Who: BuzzStream, a digital PR and link-building platform, published the research. Vince Nero, Director of Content Marketing, authored the study using citation data from Citation Labs' XOFU tool. The findings affect news publishers, digital marketers, SEO professionals, and anyone managing content access policies in relation to AI platforms.

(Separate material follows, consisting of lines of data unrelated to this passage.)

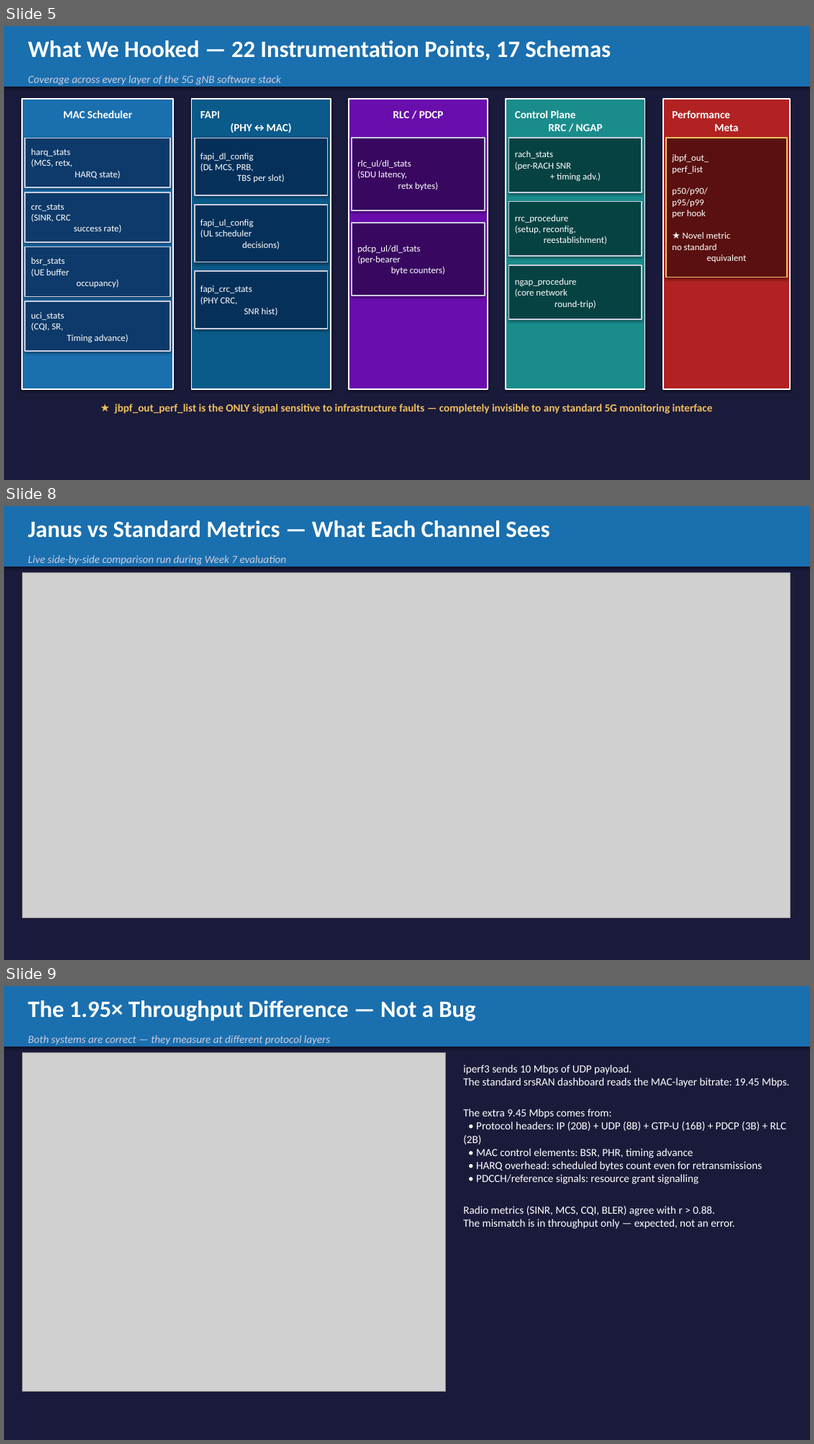
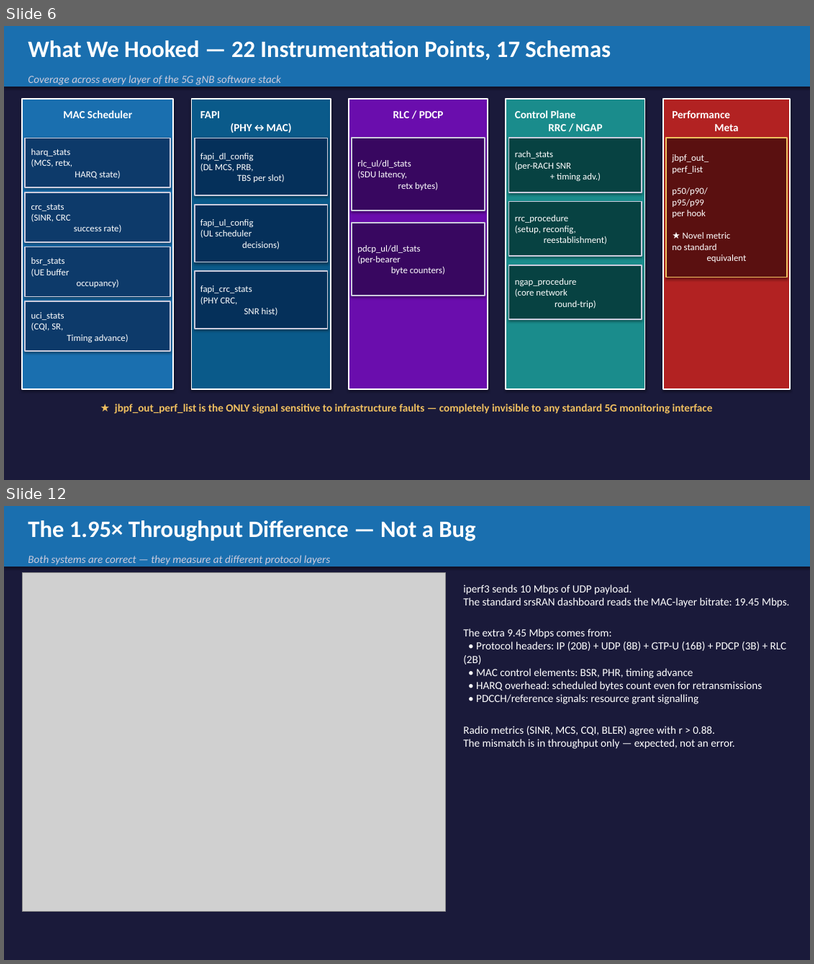
Before and after one commit to MaximBitiu1/srsran-telemetry-pipeline, a slide deck: docs/MIDTERM_PRESENTATION.pptx. Shown one above the other, each under a label of ours: slides 5, 8 and 9 before the commit, slides 6 and 12 after it; the slides between them are not shown. The pictures are 814x1444 and 814x964 pixels, drawn with LibreOffice and Linux fonts; fonts in the diff are those of the drawing; grey boxes stand for pictures. Boxes give left, top, right and bottom in pixels: in the first picture for what was removed or moved away, otherwise in the second. Text is boxed around its words. In the diff, an @@ line names an element or a change of style, - is before the commit and + after.

Commit message:
Add midterm presentation charts, figures, and slide decks
New figures:
- screenshot_grafana1/2.png — live Grafana dashboard screenshots
- screenshot_grc.png        — GNU Radio Companion broker screenshot
- final_system_arch.jpeg    — updated system architecture diagram

Updated figures:
- fig_jbpf_vs_standard.png  — jBPF vs standard metrics comparison
- fig_system_architecture.png
- fig_telemetry_flow.png

Slide decks:
- MidtermPresentation_final.pptx    — final 17-slide midterm deck
- dataset_labels_features_slide.pptx
- jbpf_vs_standard_slides.pptx
- MIDTERM_PRESENTATION.pptx / .html — auto-generated from scripts

Generation scripts:
- generate_diagrams.py
- generate_pptx.py
- generate_presentation.py
- generate_dataset_slide.py
- generate_jbpf_vs_standard_slides.py

```diff
--- a/docs/MIDTERM_PRESENTATION.pptx
+++ b/docs/MIDTERM_PRESENTATION.pptx
@@ slide 8 removed at (4, 506, 810, 960), background #1A1A3A @@
@@ rectangle removed at (4, 506, 810, 566) @@
@@ text removed at (28, 520, 550, 538) @@
-Janus vs Standard Metrics — What Each Channel Sees
@@ text removed at (28, 555, 287, 565) @@
-Live side-by-side comparison run during Week 7 evaluation
@@ picture removed at (22, 572, 790, 917) @@
@@ what was slide 5 is now slide 6 @@
@@ what was slide 9 is now slide 12 @@
```
Also in this commit, not shown: 2 slides changed, 7 slides added, 3 other slides removed, 16 other files.
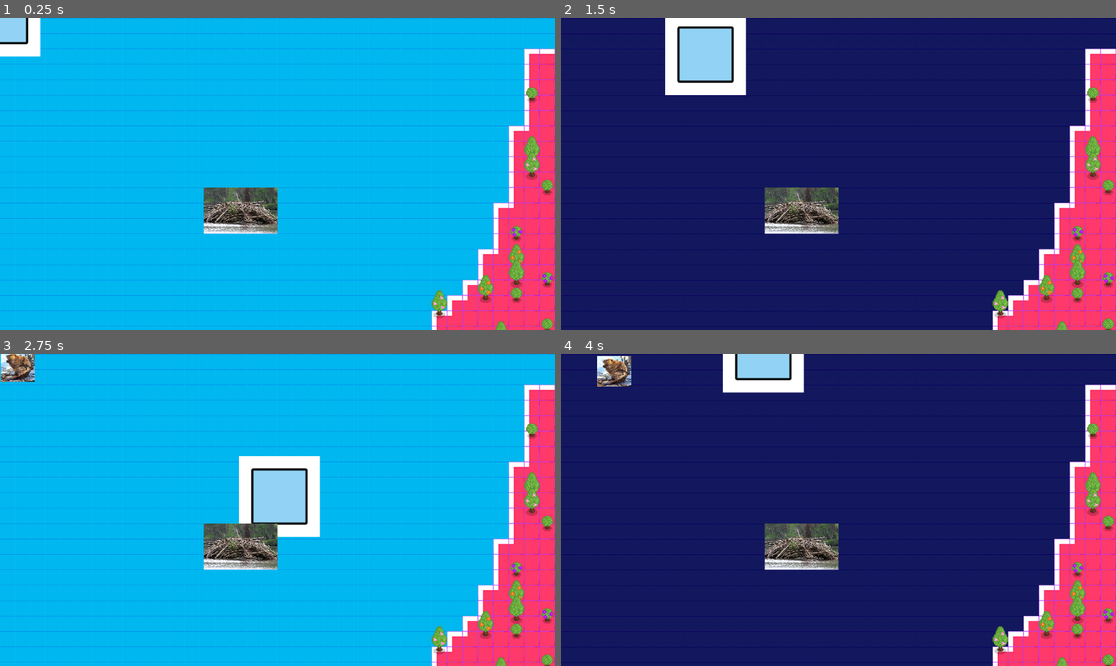
Above: before the commit, frames 1-4 (two rows, left to right).
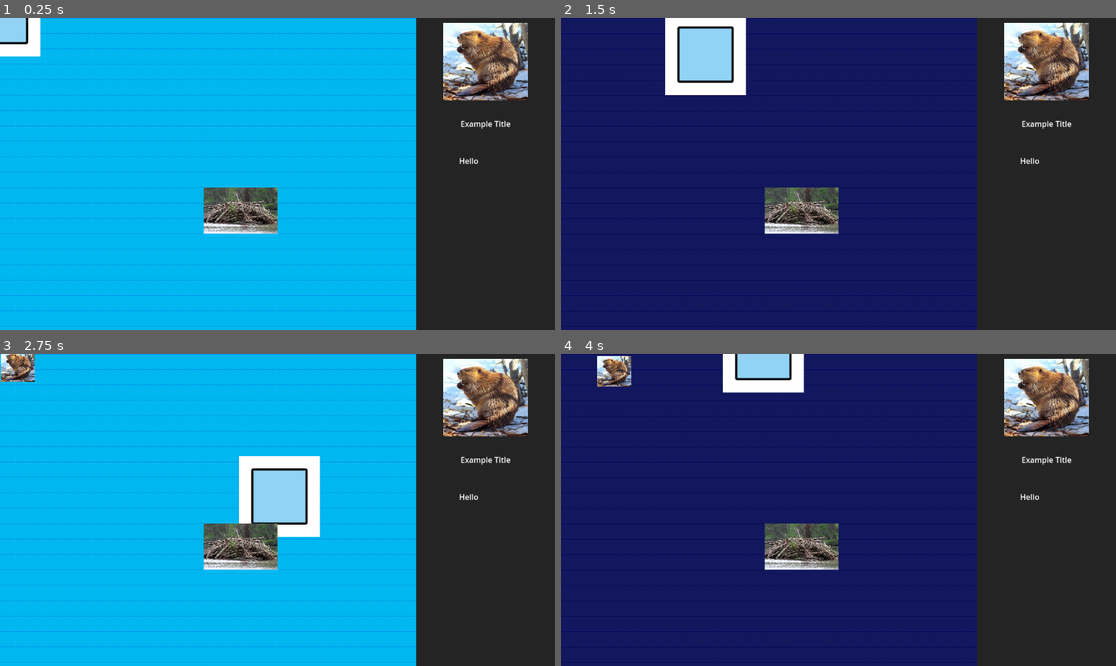
Above: after the commit, the same moments.

Repository: BigWing06/CS3-CapstoneProject
Game: Godot game, scene res://Viewport/Main.tscn
Two runs of this game, one before a commit and one after it. Both use one fixed random seed, a clock stepped at 60 frames per second and the inputs below.
Inputs:
- Up to frame 1 (0.25 s): no input
- Up to frame 2 (1.5 s): hold D (move_right) 0.53-1.28 s; hold S (move_down) from 1.28 s (still down)
- Up to frame 3 (2.75 s): release S (move_down) at 2.03 s; hold D (move_right) from 2.03 s (still down)
- Up to frame 4 (4 s): release D (move_right) at 2.78 s; hold W (move_up) 2.78-3.53 s; hold A (move_left) from 3.53 s (still down)

The runs differ from the first frame. In frame 1, 25% of the frame differs, in the area x 74-100%, y 0-100%; in frame 2, 25%; in frame 3, 25%; in frame 4, 25%.

Commit message:
Initial Creation of craftingMenu Scenes

Diff:
--- a/Viewport/Main.tscn
+++ b/Viewport/Main.tscn
@@ -1,7 +1,14 @@
-[gd_scene load_steps=2 format=3 uid="uid://dohb7sohljxyf"]
+[gd_scene load_steps=3 format=3 uid="uid://dohb7sohljxyf"]
 
 [ext_resource type="PackedScene" uid="uid://dbcpk0a8t4ern" path="res://World/world.tscn" id="1_n8kvi"]
+[ext_resource type="PackedScene" uid="uid://dwlgjkxoffi3l" path="res://inventory/craftingMenu/craftingMenu.tscn" id="2_afsl5"]
 
 [node name="Main" type="Node2D"]
 
 [node name="World" parent="." instance=ExtResource("1_n8kvi")]
+
+[node name="UIParent" type="CanvasLayer" parent="."]
+
+[node name="CraftingMenu" parent="UIParent" instance=ExtResource("2_afsl5")]
+grow_horizontal = 1
+grow_vertical = 1
--- /dev/null
+++ b/gameplayReferences/towerTypes.json
@@ -0,0 +1,9 @@
+{
+	"example":{
+		"name":"example"
+	},
+
+	"example1":{
+		"name":"example one"
+	}
+}
--- /dev/null
+++ b/inventory/craftingMenu/craftingMenu.tscn
@@ -0,0 +1,74 @@
+[gd_scene load_steps=3 format=3 uid="uid://dwlgjkxoffi3l"]
+
+[ext_resource type="Texture2D" uid="uid://d20g35wds82cd" path="res://Enemy/download.jpg" id="1_inlpd"]
+[ext_resource type="PackedScene" uid="uid://dqircrgqtelkr" path="res://inventory/craftingMenu/craftingMenuTowerListInstance.tscn" id="2_2lhf4"]
+
+[node name="CraftingMenu" type="Control"]
+layout_mode = 3
+anchor_left = 0.75
+anchor_right = 1.0
+anchor_bottom = 1.0
+grow_horizontal = 2
+grow_vertical = 2
+size_flags_horizontal = 3
+size_flags_vertical = 10
+
+[node name="ColorRect" type="ColorRect" parent="."]
+layout_mode = 1
+anchors_preset = -1
+anchor_right = 1.0
+anchor_bottom = 1.0
+grow_horizontal = 2
+grow_vertical = 2
+color = Color(0.14, 0.14, 0.14, 1)
+
+[node name="Control" type="Control" parent="."]
+layout_mode = 1
+anchor_right = 1.0
+anchor_bottom = 0.4
+grow_horizontal = 2
+grow_vertical = 2
+
+[node name="towerImage" type="TextureRect" parent="Control"]
+layout_mode = 1
+anchors_preset = -1
+anchor_right = 1.0
+anchor_bottom = 0.7
+offset_left = 10.0
+offset_top = 10.0
+offset_right = -10.0
+offset_bottom = -10.0
+texture = ExtResource("1_inlpd")
+expand_mode = 1
+stretch_mode = 5
+
+[node name="towerTitle" type="Label" parent="Control"]
+layout_mode = 1
+anchors_preset = -1
+anchor_top = 0.7
+anchor_right = 1.0
+anchor_bottom = 1.0
+offset_left = 10.0
+offset_top = 10.0
+offset_right = -10.0
+offset_bottom = -10.0
+text = "Example Title"
+horizontal_alignment = 1
+vertical_alignment = 1
+
+[node name="scrollContainer" type="ScrollContainer" parent="."]
+layout_mode = 1
+anchors_preset = -1
+anchor_top = 0.4
+anchor_right = 1.0
+anchor_bottom = 1.0
+grow_horizontal = 2
+grow_vertical = 2
+
+[node name="towerDisplayList" type="VBoxContainer" parent="scrollContainer"]
+layout_mode = 2
+size_flags_horizontal = 3
+size_flags_vertical = 3
+
+[node name="Control" parent="scrollContainer/towerDisplayList" instance=ExtResource("2_2lhf4")]
+layout_mode = 2
--- /dev/null
+++ b/inventory/craftingMenu/craftingMenuTowerListInstance.tscn
@@ -0,0 +1,40 @@
+[gd_scene format=3 uid="uid://dqircrgqtelkr"]
+
+[node name="root" type="Control"]
+custom_minimum_size = Vector2(0, 75)
+layout_mode = 3
+anchors_preset = 0
+
+[node name="HBoxContainer" type="HBoxContainer" parent="."]
+layout_mode = 1
+anchors_preset = -1
+anchor_right = 1.0
+anchor_bottom = 1.0
+offset_left = 10.0
+offset_top = 10.0
+offset_right = -10.0
+offset_bottom = -10.0
+grow_horizontal = 2
+grow_vertical = 2
+
+[node name="towerDisplay" type="TextureRect" parent="HBoxContainer"]
+custom_minimum_size = Vector2(65, 0)
+layout_mode = 2
+
+[node name="Control" type="Control" parent="HBoxContainer"]
+layout_mode = 2
+size_flags_horizontal = 3
+
+[node name="name" type="Label" parent="HBoxContainer/Control"]
+layout_mode = 1
+anchors_preset = -1
+anchor_right = 1.0
+anchor_bottom = 1.0
+offset_left = 10.0
+offset_top = 10.0
+offset_right = -10.0
+offset_bottom = -10.0
+size_flags_horizontal = 3
+size_flags_vertical = 1
+text = "Hello"
+vertical_alignment = 1

What: A study of 4 million AI citations from 3,600 prompts found that news publishers blocking AI crawlers via robots.txt still appeared in the vast majority of AI-generated citations. Among sites blocking ChatGPT-User, 70.6% still appeared in citations. Among sites blocking Google-Extended, 92.3% still appeared. Roughly 95% of ChatGPT citations came from sites blocking training bots, and around 70% came from sites blocking retrieval bots.

When: The study was published on March 19, 2026, as the third part of a multi-part research series examining AI citation behaviour across major platforms.

Where: The citation data was drawn from ChatGPT, Gemini, Google AI Overviews, and Google AI Mode across 10 industries. The robots.txt blocking analysis focused on the top 50 news sites blocking specific AI crawlers.

Why: The study matters because publishers have invested significant effort in blocking AI crawlers as a content protection strategy. The data suggests this approach does not reliably prevent AI citation, raising questions about the effectiveness of robots.txt as a control mechanism and about how AI systems actually retrieve the content they cite. This has direct implications for how marketers and publishers measure AI search visibility, set access policies, and understand the relationship between technical controls and content distribution in AI-powered environments.